CourtDistrict Court, W.D. Virginia
DecidedMarch 5, 2021
Docket7:20-cv-00060
StatusUnknown

This text of Jeffers v. Woodson (Jeffers v. Woodson) is published on Counsel Stack Legal Research, covering District Court, W.D. Virginia primary law. Counsel Stack provides free access to over 12 million legal documents including statutes, case law, regulations, and constitutions.

Bluebook
Jeffers v. Woodson, (W.D. Va. 2021).

Opinion

IN THE UNITED STATES DISTRICT COURT FOR THE WESTERN DISTRICT OF VIRGINIA ROANOKE DIVISION

BRIAN E. JEFFERS, ) Case No. 7:20-CV-00060 Plaintiff ) ) v. ) ) JOHN A. WOODSON, et al., ) By: Hon. Michael F. Urbanski Defendants ) Chief United States District Judge

MEMORANDUM OPINION Brian Jeffers, a Virginia inmate proceeding pro se, filed a complaint pursuant to 42 U.S.C. § 1983 alleging that defendants Augusta Correctional Center (ACC) Warden John A. Woodson, ACC nurse J. Jackson, ACC Medical Director April Hanley, Correctional Officer Clayton, Correctional Officer Custer, other John and Jane Doe correctional officers, Michael Flam, M.D., Floyd Burton, M.D., and other John and Jane Doe health officials violated his Eighth Amendment constitutional right to be free from cruel and unusual punishment. Defendant Dr. Flam filed a motion to dismiss for failure to state a claim on August 17, 2020, to which Jeffers responded on November 6, 2020. ECF Nos. 25 and 40. For the reasons discussed below, the motion to dismiss is GRANTED and Jeffers’s claims against Dr. Flam are DISMISSED without prejudice.1 Because Jeffers is proceeding pro se and potentially could add additional facts sufficient to state a claim against Dr. Flam, the court will allow him to file a separate amended complaint against Dr. Flam only. If Jeffers wants to amend his complaint against Dr. Flam, he shall have thirty days after entry of the accompanying order.

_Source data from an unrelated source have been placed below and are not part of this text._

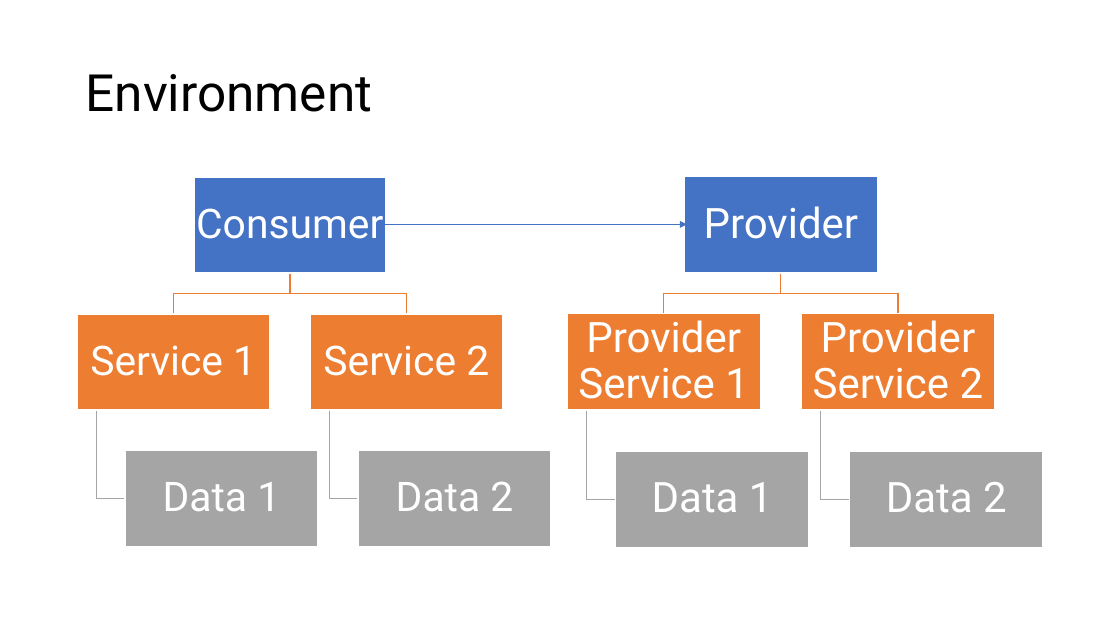
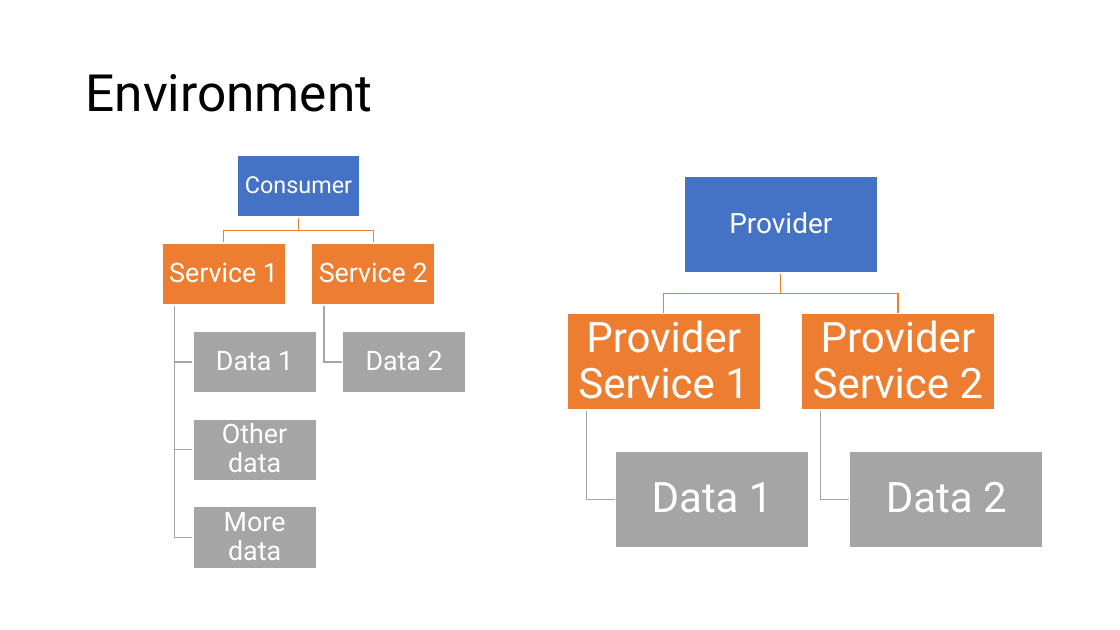
Before and after one commit to m4cx/consumer-driven-contract-testing-pact, a slide deck: slide 10 of powerpoint/Consumer-Driven Contract Tests using PACT.pptx (slide 6 before the commit). Drawn at 1120x630 pixels with LibreOffice and Linux fonts; fonts in the diff are those of the drawing. Boxes give left, top, right and bottom in pixels: in the first picture for what was removed or moved away, otherwise in the second. Text is boxed around its words. In the diff, an @@ line names an element or a change of style, - is before the commit and + after.

```diff
--- a/powerpoint/Consumer-Driven Contract Tests using PACT.pptx
+++ b/powerpoint/Consumer-Driven Contract Tests using PACT.pptx
@@ text "Consumer": place and size @@
-text "Consumer" at box(196, 208, 383, 239)
+text "Consumer" at box(245, 176, 352, 193)
@@ text "Consumer" at box(245, 176, 352, 193): size 35 to 20 pt; less space between paragraphs @@
@@ rectangle: place and size @@
-rectangle at box(194, 177, 386, 274)
+rectangle at box(237, 155, 360, 218)
@@ text "Provider" at box(729, 212, 832, 234): size 36 to 24 pt; less space between paragraphs @@
@@ freeform shape: place and size @@
-freeform shape at box(173, 273, 290, 313)
+freeform shape at box(223, 218, 298, 244)
@@ freeform shape: place and size @@
-freeform shape at box(290, 273, 407, 313)
+freeform shape at box(298, 218, 373, 244)
@@ arrow removed from (377, 224) to (687, 224) @@
@@ text "Service 1": place and size @@
-text "Service 1" at box(90, 345, 256, 376)
+text "Service 1" at box(169, 262, 278, 283)
@@ rectangle: place and size @@
-rectangle at box(77, 314, 270, 411)
+rectangle at box(162, 244, 286, 306)
@@ text "Service 2": place and size @@
-text "Service 2" at box(323, 345, 489, 376)
+text "Service 2" at box(319, 262, 428, 283)
@@ group added at box(175, 244, 435, 560): 3 rectangles, 2 freeform shapes, 2 texts @@
+Other data
+More data
@@ freeform shape: place and size @@
-freeform shape at box(97, 410, 125, 498)
+freeform shape at box(175, 305, 193, 538)
@@ freeform shape: place and size @@
-freeform shape at box(329, 410, 358, 498)
+freeform shape at box(324, 305, 343, 362)
@@ text "Data 1": place and size @@
-text "Data 1" at box(163, 482, 280, 511)
+text "Data 1" at box(216, 351, 293, 370)
@@ size 35 to 23 pt; less space between paragraphs in 4 elements at box(319, 262, 428, 283), box(169, 262, 278, 283), box(216, 351, 293, 370), box(366, 351, 443, 370) @@
@@ text "Data 2": place and size @@
-text "Data 2" at box(396, 482, 513, 511)
+text "Data 2" at box(366, 351, 443, 370)
@@ rectangle: place and size @@
-rectangle at box(310, 314, 502, 411)
+rectangle at box(343, 331, 466, 393)
@@ rectangle at box(343, 331, 466, 393): fill #ED7D31 to #A5A5A5 @@
@@ rectangle removed at box(359, 450, 551, 547) @@
@@ rectangle: place and size @@
-rectangle at box(125, 450, 318, 547)
+rectangle at box(193, 507, 317, 569)
```
Also in this commit, not shown: 5 other slides changed, 7 slides added, 2 slides removed.

1 Defendants April Hanley, J. Jackson, Correctional Officer Clayton, Correctional Officer Custer, and John A. Woodson have pending summary judgment motions. See ECF Nos. 33, 37, and 52. The court will address these pending motions at a later date. I. Background Jeffers is incarcerated at ACC. On February 28, 2018, Jeffers became ill after consuming 22 ounces of water from the sink of his cell. Compl., ECF No. 1 at 2. Over the course of the next week, Jeffers experienced “abdominal pain, dizziness, faint feeling, and vomiting, which progressed to an inability to pass gas or have a bowel movement, no appetite,

and eventually difficulty to even stand.” Id. at 3. On March 7, 2018, Jeffers requested emergency medical attention, which was denied. Id. Jeffers was told to request sick call, which was scheduled three days later, but Jeffers could not attend because “he was too ill to walk to the appointment.” Id. Jeffers recovered from this illness without any medical attention. Id. On May 29, 2018, Jeffers started to experience the same symptoms as he had during his February illness. Id. Jeffers passed out and was transported to the emergency room (ER)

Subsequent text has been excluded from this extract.